The clubs are under no obligation to contribute to this cost either, with them only required to pay for policing on their own grounds. Meaning much of that cost does fall on the taxpayer.
In total, a staggering £48million per year is spent on policing football matches, of which the police can claim back around £5.5million from clubs. That equates to around £4.60 per taxpayer in the UK, each year, policing football.
Of course, when that’s put into context, it’s small fry. At present, taxpayers pay £21.49billion on policing, working out at around £2,335 each if it was evenly distributed across all taxpayers, whilst the Royal Family costs the British people around £67million, meaning around £7.80 for each taxpayer.
However, for those that don’t like football, or those that understand the amount of money involved in the beautiful game, they may feel a little insulted. Whilst it’s integral to see policing in football currently, especially given the rise in arrests and anti-social behaviour at each fixture, football clubs in the top flight alone generate over £4.8billion in revenue each year, whilst agents receive around £211million per year from them. That’s a figure higher than two thirds of police forces’ annual budgets.

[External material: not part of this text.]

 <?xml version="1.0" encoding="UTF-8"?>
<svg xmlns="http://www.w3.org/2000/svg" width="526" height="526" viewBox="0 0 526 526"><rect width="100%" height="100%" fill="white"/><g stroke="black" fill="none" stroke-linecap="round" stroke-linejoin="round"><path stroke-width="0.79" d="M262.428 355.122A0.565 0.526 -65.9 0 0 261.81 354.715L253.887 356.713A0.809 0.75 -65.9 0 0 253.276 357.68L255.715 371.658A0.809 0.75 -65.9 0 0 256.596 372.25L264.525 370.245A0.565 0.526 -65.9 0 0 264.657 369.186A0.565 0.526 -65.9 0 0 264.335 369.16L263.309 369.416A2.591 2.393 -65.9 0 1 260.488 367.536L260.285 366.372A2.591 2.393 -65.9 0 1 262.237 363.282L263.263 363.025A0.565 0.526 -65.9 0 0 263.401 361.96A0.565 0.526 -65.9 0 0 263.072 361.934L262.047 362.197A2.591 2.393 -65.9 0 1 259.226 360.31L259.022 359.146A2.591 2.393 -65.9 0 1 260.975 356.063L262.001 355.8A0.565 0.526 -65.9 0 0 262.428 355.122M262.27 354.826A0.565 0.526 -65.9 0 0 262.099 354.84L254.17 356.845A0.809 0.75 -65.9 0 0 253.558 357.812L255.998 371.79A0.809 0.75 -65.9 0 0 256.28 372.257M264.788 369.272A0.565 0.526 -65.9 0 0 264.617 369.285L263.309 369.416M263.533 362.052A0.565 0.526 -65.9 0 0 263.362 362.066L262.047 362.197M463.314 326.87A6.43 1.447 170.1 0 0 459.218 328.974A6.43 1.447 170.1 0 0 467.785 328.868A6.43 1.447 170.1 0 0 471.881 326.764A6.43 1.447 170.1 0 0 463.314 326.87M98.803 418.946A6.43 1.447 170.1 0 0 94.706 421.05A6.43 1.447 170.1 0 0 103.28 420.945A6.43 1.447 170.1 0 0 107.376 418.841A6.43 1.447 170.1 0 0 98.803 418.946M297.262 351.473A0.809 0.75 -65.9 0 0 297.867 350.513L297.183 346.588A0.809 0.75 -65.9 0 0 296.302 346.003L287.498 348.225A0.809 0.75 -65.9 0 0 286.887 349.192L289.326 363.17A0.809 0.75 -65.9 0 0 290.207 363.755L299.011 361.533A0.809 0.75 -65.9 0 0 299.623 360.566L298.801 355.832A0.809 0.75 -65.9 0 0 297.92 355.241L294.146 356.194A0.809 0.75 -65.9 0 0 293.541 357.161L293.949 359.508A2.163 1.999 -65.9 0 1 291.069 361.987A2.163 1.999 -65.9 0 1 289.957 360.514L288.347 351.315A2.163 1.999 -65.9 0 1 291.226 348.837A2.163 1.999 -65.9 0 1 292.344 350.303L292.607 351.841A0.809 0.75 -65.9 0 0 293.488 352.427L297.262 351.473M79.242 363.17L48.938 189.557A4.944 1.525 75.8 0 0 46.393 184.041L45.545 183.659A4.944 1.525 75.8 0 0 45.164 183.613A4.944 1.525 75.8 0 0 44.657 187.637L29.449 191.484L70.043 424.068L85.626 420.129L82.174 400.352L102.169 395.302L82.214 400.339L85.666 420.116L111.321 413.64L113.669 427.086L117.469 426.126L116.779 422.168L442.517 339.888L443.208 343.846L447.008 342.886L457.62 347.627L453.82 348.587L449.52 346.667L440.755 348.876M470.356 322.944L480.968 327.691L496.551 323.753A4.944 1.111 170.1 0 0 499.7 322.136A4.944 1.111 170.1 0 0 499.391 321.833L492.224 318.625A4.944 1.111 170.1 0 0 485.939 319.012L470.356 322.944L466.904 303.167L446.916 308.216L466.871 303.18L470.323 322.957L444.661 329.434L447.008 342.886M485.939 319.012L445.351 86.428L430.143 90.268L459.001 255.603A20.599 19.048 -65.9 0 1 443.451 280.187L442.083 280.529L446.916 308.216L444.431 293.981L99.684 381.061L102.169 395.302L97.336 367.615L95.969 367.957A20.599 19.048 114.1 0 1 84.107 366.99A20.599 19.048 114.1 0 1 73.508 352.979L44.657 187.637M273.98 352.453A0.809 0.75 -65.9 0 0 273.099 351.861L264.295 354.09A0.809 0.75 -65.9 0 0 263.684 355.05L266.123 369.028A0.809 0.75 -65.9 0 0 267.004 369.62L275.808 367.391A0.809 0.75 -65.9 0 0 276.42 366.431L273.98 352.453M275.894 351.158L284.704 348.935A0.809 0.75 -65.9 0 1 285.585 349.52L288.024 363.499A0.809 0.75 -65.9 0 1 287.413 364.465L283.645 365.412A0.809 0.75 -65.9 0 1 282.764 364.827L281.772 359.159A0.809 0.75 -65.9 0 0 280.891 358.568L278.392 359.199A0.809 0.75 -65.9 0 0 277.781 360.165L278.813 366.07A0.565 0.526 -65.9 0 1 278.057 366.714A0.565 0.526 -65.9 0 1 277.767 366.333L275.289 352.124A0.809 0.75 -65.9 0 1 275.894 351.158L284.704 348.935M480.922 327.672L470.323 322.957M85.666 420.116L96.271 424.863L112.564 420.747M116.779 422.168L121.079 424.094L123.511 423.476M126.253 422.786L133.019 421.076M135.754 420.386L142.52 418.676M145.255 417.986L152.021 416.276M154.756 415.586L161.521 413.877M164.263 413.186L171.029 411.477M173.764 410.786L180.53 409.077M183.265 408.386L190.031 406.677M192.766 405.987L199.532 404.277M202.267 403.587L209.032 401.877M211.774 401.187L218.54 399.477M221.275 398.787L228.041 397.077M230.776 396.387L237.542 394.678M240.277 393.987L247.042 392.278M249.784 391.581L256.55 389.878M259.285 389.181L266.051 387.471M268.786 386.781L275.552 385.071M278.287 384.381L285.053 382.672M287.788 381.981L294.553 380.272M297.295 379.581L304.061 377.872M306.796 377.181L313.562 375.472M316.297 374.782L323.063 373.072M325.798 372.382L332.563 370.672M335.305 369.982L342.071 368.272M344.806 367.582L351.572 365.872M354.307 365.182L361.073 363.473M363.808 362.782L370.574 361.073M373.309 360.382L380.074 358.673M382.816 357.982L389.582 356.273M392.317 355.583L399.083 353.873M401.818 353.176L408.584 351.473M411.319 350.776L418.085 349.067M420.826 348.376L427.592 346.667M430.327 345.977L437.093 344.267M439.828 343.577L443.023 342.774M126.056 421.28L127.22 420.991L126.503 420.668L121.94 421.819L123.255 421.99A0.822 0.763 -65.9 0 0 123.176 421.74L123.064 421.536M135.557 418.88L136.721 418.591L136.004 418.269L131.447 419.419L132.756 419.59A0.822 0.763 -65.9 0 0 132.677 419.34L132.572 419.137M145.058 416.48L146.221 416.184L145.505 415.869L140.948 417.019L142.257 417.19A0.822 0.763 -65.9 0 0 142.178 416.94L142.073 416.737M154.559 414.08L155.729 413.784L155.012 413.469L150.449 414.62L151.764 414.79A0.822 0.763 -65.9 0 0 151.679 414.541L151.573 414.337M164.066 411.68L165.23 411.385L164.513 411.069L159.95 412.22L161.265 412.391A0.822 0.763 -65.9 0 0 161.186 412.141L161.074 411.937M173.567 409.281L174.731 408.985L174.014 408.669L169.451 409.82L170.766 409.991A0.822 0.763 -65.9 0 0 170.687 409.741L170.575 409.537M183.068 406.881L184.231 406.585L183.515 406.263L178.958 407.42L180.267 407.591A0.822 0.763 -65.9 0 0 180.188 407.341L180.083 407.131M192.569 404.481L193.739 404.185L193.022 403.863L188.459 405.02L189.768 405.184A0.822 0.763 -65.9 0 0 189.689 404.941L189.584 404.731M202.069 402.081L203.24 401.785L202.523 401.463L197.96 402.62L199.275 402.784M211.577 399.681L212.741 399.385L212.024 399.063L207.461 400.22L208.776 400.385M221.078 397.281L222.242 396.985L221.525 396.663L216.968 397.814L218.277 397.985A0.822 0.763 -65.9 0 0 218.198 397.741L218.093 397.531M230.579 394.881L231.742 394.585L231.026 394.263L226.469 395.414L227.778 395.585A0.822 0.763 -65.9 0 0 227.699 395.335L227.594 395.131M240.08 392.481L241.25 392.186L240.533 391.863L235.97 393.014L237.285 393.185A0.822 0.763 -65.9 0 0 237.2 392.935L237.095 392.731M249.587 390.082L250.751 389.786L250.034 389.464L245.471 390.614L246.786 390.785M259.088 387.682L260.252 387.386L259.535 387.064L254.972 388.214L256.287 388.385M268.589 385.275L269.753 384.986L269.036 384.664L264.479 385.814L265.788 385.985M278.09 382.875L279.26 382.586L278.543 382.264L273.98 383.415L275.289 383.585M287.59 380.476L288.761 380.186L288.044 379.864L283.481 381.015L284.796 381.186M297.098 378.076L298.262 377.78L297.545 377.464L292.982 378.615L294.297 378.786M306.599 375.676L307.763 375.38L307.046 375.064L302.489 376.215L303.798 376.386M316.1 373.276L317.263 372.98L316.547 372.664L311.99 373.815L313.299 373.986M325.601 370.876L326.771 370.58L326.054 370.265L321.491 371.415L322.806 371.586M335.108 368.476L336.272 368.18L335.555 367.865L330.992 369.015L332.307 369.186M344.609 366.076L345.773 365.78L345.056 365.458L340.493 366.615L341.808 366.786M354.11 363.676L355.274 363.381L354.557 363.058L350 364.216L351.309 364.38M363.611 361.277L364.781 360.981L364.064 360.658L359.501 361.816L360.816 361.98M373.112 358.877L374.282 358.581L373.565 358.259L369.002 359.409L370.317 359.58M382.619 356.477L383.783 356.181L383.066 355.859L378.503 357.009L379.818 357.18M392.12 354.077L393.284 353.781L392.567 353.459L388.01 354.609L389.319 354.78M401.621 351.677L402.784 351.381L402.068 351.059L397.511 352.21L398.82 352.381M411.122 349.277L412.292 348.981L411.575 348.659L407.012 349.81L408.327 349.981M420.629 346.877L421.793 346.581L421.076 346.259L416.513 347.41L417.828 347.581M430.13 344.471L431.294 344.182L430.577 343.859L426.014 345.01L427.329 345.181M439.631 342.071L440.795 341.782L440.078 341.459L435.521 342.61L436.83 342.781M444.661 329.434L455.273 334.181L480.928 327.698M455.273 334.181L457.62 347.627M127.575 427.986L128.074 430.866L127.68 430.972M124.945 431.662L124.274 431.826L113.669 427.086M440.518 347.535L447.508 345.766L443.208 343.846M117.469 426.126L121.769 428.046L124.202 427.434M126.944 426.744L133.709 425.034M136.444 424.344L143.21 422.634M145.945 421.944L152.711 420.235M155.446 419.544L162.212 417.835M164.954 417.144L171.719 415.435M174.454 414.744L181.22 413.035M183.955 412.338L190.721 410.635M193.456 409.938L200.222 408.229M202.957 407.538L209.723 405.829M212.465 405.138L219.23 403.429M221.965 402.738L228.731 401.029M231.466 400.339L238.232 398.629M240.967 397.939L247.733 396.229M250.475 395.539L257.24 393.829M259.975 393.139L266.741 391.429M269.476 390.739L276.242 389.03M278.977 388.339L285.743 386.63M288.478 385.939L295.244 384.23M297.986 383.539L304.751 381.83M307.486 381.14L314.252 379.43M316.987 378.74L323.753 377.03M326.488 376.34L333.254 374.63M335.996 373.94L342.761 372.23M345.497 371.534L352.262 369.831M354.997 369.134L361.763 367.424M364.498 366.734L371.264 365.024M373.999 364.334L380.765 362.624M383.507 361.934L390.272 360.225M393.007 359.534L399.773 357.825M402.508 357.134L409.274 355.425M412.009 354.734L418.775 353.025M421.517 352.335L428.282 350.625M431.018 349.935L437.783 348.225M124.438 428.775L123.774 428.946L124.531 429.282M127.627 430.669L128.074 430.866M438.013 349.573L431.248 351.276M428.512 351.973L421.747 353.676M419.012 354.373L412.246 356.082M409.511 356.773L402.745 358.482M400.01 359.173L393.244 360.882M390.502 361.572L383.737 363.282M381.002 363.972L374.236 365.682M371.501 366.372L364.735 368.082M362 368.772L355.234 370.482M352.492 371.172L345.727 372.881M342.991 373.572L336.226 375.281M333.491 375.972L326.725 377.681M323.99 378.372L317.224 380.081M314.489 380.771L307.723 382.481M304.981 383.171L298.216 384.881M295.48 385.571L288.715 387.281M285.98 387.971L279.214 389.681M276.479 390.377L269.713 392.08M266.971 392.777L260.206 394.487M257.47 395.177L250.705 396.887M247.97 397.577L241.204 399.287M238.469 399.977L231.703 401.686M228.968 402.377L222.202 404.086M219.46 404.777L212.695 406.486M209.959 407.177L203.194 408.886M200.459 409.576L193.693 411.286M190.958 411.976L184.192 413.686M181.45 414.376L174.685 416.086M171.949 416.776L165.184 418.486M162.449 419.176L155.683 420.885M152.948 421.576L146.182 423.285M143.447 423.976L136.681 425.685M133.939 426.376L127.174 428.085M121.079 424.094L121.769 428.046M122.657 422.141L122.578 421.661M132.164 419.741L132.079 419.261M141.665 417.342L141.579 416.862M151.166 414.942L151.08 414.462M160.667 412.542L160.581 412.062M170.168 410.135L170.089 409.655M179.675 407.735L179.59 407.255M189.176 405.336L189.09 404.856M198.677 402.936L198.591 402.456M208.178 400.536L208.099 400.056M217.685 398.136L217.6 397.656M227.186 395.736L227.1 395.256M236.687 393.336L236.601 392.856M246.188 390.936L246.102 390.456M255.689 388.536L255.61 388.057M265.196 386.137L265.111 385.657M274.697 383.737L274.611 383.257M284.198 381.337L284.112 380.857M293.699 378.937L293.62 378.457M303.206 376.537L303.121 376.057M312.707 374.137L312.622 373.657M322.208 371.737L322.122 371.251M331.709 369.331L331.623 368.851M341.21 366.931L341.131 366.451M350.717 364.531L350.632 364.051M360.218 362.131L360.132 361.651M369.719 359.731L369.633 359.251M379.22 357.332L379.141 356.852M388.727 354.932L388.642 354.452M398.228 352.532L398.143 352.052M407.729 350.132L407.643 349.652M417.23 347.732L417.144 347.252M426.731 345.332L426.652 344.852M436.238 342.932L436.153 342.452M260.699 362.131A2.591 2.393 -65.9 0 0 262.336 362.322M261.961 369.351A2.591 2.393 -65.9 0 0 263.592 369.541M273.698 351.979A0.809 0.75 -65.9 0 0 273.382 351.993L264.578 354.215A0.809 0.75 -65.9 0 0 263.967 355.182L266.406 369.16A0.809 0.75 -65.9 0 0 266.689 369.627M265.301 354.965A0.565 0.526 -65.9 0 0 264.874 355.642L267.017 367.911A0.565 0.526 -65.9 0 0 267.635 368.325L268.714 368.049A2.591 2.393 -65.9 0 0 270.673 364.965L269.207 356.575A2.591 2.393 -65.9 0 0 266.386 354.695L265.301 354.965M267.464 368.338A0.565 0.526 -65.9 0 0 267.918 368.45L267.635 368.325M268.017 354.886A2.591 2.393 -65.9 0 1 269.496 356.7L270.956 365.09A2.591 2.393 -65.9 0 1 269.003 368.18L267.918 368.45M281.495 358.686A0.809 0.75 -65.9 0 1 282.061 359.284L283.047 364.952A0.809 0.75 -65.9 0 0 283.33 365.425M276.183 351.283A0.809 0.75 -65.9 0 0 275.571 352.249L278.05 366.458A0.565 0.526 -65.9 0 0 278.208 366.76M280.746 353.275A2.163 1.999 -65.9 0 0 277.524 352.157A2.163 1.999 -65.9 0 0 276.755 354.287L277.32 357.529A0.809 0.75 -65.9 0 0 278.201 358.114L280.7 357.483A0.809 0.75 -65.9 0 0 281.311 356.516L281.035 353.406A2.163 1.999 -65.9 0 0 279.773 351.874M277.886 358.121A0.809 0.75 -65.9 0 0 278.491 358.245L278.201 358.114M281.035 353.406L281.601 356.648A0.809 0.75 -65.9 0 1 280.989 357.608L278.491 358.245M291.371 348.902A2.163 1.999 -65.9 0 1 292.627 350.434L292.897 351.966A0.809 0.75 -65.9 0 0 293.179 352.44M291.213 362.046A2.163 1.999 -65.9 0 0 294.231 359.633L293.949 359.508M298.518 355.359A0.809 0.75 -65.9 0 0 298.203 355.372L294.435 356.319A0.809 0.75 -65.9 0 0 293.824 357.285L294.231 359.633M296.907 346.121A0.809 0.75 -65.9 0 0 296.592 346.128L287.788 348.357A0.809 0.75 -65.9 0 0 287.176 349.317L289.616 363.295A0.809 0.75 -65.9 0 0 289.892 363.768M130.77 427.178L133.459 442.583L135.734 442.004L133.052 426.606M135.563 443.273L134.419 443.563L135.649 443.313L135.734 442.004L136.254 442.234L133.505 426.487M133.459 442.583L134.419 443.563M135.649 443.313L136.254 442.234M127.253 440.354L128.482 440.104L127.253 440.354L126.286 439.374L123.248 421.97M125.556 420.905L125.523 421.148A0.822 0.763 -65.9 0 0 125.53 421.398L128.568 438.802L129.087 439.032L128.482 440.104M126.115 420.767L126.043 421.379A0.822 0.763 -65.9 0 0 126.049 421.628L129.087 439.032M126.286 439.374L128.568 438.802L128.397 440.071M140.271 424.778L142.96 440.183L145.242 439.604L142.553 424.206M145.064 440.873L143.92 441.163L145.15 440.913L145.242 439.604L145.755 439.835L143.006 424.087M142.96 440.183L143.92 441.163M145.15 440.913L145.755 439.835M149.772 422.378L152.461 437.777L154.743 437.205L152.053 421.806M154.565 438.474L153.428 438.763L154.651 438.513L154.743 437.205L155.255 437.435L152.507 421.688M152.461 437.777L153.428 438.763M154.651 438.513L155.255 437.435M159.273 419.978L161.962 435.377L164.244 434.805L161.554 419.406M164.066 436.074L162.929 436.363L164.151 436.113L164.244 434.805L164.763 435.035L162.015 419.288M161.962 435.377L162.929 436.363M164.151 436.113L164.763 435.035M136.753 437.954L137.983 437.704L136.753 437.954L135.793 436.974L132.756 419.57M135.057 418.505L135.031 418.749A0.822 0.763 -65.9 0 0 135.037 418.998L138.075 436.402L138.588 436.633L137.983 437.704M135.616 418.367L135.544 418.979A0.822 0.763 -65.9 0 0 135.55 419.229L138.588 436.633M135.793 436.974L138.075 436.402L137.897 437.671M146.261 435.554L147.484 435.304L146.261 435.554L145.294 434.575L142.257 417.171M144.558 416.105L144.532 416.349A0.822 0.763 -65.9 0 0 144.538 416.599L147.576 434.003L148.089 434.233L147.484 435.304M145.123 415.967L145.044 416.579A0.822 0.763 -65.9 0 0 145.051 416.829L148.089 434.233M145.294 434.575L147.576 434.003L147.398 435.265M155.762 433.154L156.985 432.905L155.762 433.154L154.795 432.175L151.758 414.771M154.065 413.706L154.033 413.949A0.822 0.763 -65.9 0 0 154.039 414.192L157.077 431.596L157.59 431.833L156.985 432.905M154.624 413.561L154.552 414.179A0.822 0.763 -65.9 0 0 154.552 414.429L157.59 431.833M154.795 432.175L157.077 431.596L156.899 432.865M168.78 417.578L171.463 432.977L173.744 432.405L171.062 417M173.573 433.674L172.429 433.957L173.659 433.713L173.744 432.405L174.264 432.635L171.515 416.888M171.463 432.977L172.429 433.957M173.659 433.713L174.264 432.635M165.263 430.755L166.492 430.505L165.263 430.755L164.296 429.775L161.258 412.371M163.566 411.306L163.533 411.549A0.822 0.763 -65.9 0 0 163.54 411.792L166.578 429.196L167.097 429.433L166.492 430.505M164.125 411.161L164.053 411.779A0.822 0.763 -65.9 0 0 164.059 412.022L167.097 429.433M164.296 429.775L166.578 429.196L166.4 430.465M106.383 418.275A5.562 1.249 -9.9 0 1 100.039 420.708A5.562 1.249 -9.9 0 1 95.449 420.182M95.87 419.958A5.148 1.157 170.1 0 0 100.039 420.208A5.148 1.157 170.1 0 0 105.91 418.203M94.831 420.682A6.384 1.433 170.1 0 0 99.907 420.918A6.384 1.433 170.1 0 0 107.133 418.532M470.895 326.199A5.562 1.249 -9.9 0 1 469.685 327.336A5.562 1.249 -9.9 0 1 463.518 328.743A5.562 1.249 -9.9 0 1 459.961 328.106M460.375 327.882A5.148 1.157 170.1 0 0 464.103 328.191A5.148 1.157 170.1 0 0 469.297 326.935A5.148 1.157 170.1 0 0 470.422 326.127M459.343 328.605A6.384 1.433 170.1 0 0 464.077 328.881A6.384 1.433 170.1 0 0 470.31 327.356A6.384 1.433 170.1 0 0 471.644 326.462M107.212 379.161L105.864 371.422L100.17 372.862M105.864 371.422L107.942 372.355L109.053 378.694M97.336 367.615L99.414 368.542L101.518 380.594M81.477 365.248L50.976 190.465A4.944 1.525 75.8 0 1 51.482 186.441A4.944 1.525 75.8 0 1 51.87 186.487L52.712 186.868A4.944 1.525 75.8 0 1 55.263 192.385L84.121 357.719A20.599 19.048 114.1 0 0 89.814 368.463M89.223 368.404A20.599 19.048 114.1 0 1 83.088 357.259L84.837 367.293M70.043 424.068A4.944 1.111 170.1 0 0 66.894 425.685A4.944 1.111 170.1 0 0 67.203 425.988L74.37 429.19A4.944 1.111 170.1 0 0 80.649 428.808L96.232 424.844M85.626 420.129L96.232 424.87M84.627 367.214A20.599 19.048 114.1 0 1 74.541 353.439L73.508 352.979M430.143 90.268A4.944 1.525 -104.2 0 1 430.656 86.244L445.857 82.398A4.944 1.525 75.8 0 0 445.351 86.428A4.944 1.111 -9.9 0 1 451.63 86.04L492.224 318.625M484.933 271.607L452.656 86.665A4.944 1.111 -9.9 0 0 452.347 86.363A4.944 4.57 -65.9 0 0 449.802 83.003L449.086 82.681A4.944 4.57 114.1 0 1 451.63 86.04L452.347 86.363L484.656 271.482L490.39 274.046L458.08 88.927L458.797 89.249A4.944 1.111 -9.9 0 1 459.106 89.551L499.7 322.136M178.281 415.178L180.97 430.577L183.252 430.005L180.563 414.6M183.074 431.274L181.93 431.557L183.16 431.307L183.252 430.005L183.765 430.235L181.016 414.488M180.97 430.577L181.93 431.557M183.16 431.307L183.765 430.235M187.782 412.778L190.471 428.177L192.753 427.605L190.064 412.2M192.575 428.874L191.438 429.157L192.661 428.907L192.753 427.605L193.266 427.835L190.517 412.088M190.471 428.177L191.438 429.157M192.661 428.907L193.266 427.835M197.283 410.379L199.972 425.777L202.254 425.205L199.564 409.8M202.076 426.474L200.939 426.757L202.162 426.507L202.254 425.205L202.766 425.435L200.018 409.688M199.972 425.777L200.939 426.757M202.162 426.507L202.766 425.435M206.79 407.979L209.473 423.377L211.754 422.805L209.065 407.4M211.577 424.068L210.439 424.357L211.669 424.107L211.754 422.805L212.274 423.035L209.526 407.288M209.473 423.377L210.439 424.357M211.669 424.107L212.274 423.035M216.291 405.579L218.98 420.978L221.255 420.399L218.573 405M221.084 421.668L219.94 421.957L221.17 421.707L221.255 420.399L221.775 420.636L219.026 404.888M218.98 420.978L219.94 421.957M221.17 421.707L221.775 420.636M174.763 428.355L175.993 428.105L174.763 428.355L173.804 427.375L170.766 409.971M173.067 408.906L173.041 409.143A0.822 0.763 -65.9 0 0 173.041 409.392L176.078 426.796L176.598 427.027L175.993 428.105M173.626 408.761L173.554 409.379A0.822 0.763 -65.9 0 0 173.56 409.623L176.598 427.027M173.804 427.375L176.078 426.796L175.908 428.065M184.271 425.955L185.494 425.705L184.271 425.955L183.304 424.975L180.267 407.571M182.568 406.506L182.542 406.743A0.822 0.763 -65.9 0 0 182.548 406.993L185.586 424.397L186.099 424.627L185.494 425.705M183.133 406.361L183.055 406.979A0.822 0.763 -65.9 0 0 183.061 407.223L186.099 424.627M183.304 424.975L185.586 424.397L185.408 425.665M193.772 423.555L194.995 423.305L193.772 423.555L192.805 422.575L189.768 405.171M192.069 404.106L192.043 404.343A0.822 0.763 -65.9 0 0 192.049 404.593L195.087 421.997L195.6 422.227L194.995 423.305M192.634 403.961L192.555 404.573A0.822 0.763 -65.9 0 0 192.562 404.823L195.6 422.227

As the rise in football hooliganism and banning orders continues, and it will for as long as issues in wider society continue, there will be increased pressure on clubs to step up and contribute more to policing their fixtures, particularly given the economic climate.
What’s Next? Will This Continue to Rise?
Geoff Pearson, a senior lecturer of criminal law at Manchester Metropolitan University, believes that the two go hand in hand, with a post-pandemic rise in anti-social behaviour in wider society the largest contributor to the problem. And then combine that with the carnival atmosphere of football, along with the working week building up to that 90 minutes of leisurely relief, and you can get a recipe for heightened tension and conflict, especially when the game isn’t going your way.
Dr Martha Newson, who conducts research into social cohesion agreed, telling The Guardian, “There’s a seamless transition between football culture and the rest of society.”
“There’s no sort of lag. It’s just an instant mirror holding up what’s happened to society but amplified because of this ritual, high-affect state you’re in [as a fan]. There’s a massive amount of tension in the country at the moment so it comes out in football.”
That of course relates to the country’s position in the 1980s, when hooliganism was rife as the nation suffered economically. And it’s a trend that is going to continue, potentially changing the atmosphere of football in the UK once again, unless it’s treated as a serious issue.